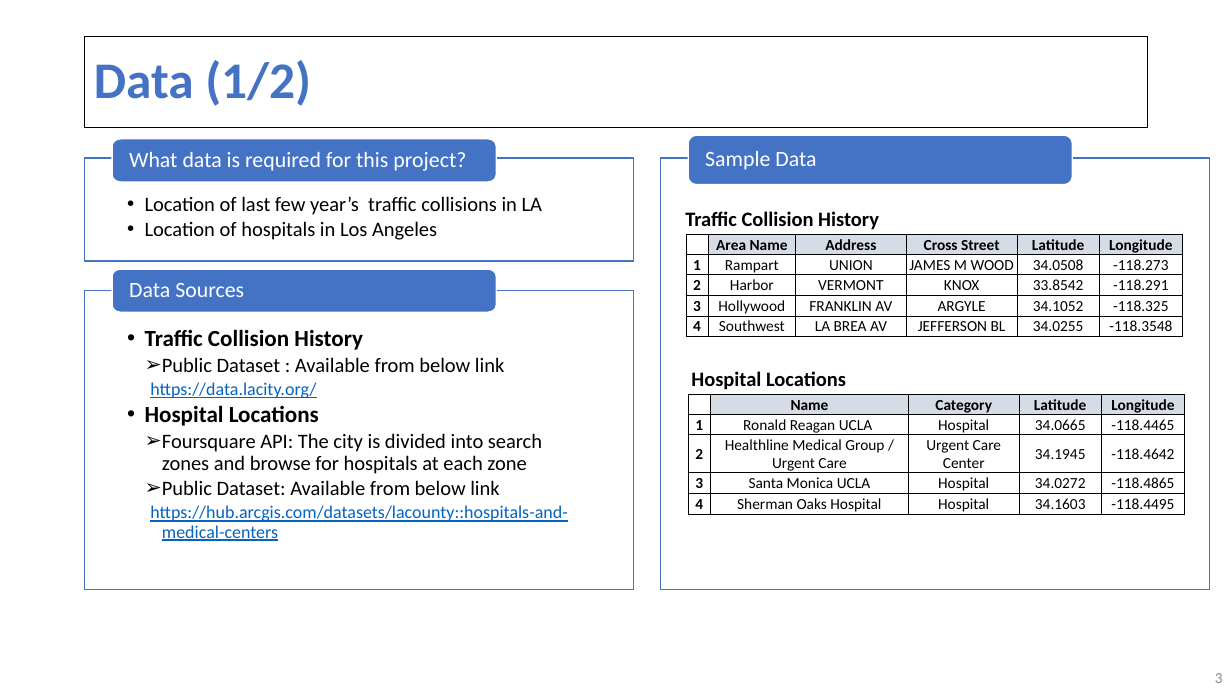
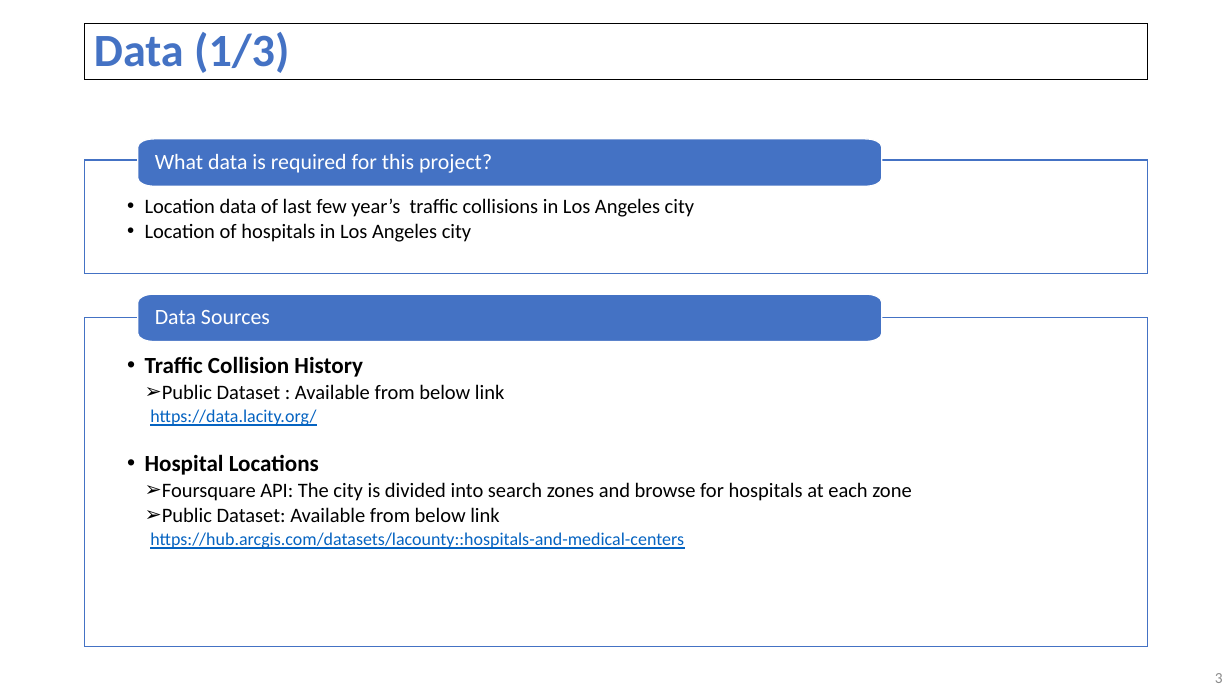
Before and after one commit to datageek7/Coursera_IBM_Capstone, a slide deck: slide 3 of Coursera IBM Capstone_Part 1.pptx. Drawn at 1232x693 pixels with LibreOffice and Linux fonts; fonts in the diff are those of the drawing. Boxes give left, top, right and bottom in pixels: in the first picture for what was removed or moved away, otherwise in the second. Text is boxed around its words. In the diff, an @@ line names an element or a change of style, - is before the commit and + after.

```diff
--- a/Coursera IBM Capstone_Part 1.pptx
+++ b/Coursera IBM Capstone_Part 1.pptx
@@ title "Data (1/3)": place and size @@
-title "Data (1/3)" at <box>85,37,1148,128</box>
+title "Data (1/3)" at <box>85,24,1148,79</box>
@@ title at <box>94,32,289,73</box>: text changed; size 40 to 36 pt @@
-Data (1/2)
+Data (1/3)
@@ freeform shape "What data is required for ...": place and size @@
-freeform shape "What data is required for ..." at <box>112,139,496,182</box>
+freeform shape "What data is required for ..." at <box>138,139,882,186</box>
@@ freeform shape removed at <box>689,135,1073,184</box> @@
-Sample Data
@@ freeform shape "Location data of last few ...": place and size @@
-freeform shape "Location data of last few ..." at <box>85,158,634,261</box>
+freeform shape "Location data of last few ..." at <box>85,160,1148,274</box>
@@ freeform shape removed at <box>661,158,1210,590</box> @@
@@ text in freeform shape at <box>145,198,694,242</box>: text changed @@
-  • Location of last few year’s traffic collisions in LA
-  • Location of hospitals in Los Angeles
+  • Location data of last few year’s traffic collisions in Los Angeles city
+  • Location of hospitals in Los Angeles city
@@ text removed at <box>685,211,879,230</box> @@
-Traffic Collision History
@@ table removed at <box>686,234,1182,336</box>, 5 rows, 6 columns @@
- | Area Name | Address | Cross Street | Latitude | Longitude
-1 | Rampart | UNION | JAMES M WOOD | 34.0508 | -118.273
-2 | Harbor | VERMONT | KNOX | 33.8542 | -118.291
-3 | Hollywood | FRANKLIN AV | ARGYLE | 34.1052 | -118.325
-4 | Southwest | LA BREA AV | JEFFERSON BL | 34.0255 | -118.3548
@@ freeform shape "Data Sources": place and size @@
-freeform shape "Data Sources" at <box>112,269,496,312</box>
+freeform shape "Data Sources" at <box>138,294,882,341</box>
@@ freeform shape "Traffic Collision History": place and size @@
-freeform shape "Traffic Collision History" at <box>85,291,634,590</box>
+freeform shape "Traffic Collision History" at <box>85,318,1148,647</box>
@@ text removed at <box>691,371,846,390</box> @@
-Hospital Locations
@@ table removed at <box>689,394,1185,516</box>, 5 rows, 5 columns @@
- | Name | Category | Latitude | Longitude
-1 | Ronald Reagan UCLA | Hospital | 34.0665 | -118.4465
-2 | Healthline Medical Group / Urgent Care | Urgent Care Center | 34.1945 | -118.4642
-3 | Santa Monica UCLA | Hospital | 34.0272 | -118.4865
-4 | Sherman Oaks Hospital | Hospital | 34.1603 | -118.4495
```
Also in this commit, not shown: 2 other slides changed, 1 slide added.
- - - - - - -
WORK REQUIRED: Output the data verbatim, images excluded.

ANSWER SPACE:
Before and after one commit to datageek7/Coursera_IBM_Capstone, a slide deck: slide 3 of Coursera IBM Capstone_Part 1.pptx. Drawn at 1232x693 pixels with LibreOffice and Linux fonts; fonts in the diff are those of the drawing. Boxes give left, top, right and bottom in pixels: in the first picture for what was removed or moved away, otherwise in the second. Text is boxed around its words. In the diff, an @@ line names an element or a change of style, - is before the commit and + after.

```diff
--- a/Coursera IBM Capstone_Part 1.pptx
+++ b/Coursera IBM Capstone_Part 1.pptx
@@ title "Data (1/3)": place and size @@
-title "Data (1/3)" at <box>85,37,1148,128</box>
+title "Data (1/3)" at <box>85,24,1148,79</box>
@@ title at <box>94,32,289,73</box>: text changed; size 40 to 36 pt @@
-Data (1/2)
+Data (1/3)
@@ freeform shape "What data is required for ...": place and size @@
-freeform shape "What data is required for ..." at <box>112,139,496,182</box>
+freeform shape "What data is required for ..." at <box>138,139,882,186</box>
@@ freeform shape removed at <box>689,135,1073,184</box> @@
-Sample Data
@@ freeform shape "Location data of last few ...": place and size @@
-freeform shape "Location data of last few ..." at <box>85,158,634,261</box>
+freeform shape "Location data of last few ..." at <box>85,160,1148,274</box>
@@ freeform shape removed at <box>661,158,1210,590</box> @@
@@ text in freeform shape at <box>145,198,694,242</box>: text changed @@
-  • Location of last few year’s traffic collisions in LA
-  • Location of hospitals in Los Angeles
+  • Location data of last few year’s traffic collisions in Los Angeles city
+  • Location of hospitals in Los Angeles city
@@ text removed at <box>685,211,879,230</box> @@
-Traffic Collision History
@@ table removed at <box>686,234,1182,336</box>, 5 rows, 6 columns @@
- | Area Name | Address | Cross Street | Latitude | Longitude
-1 | Rampart | UNION | JAMES M WOOD | 34.0508 | -118.273
-2 | Harbor | VERMONT | KNOX | 33.8542 | -118.291
-3 | Hollywood | FRANKLIN AV | ARGYLE | 34.1052 | -118.325
-4 | Southwest | LA BREA AV | JEFFERSON BL | 34.0255 | -118.3548
@@ freeform shape "Data Sources": place and size @@
-freeform shape "Data Sources" at <box>112,269,496,312</box>
+freeform shape "Data Sources" at <box>138,294,882,341</box>
@@ freeform shape "Traffic Collision History": place and size @@
-freeform shape "Traffic Collision History" at <box>85,291,634,590</box>
+freeform shape "Traffic Collision History" at <box>85,318,1148,647</box>
@@ text removed at <box>691,371,846,390</box> @@
-Hospital Locations
@@ table removed at <box>689,394,1185,516</box>, 5 rows, 5 columns @@
- | Name | Category | Latitude | Longitude
-1 | Ronald Reagan UCLA | Hospital | 34.0665 | -118.4465
-2 | Healthline Medical Group / Urgent Care | Urgent Care Center | 34.1945 | -118.4642
-3 | Santa Monica UCLA | Hospital | 34.0272 | -118.4865
-4 | Sherman Oaks Hospital | Hospital | 34.1603 | -118.4495
```
Also in this commit, not shown: 2 other slides changed, 1 slide added.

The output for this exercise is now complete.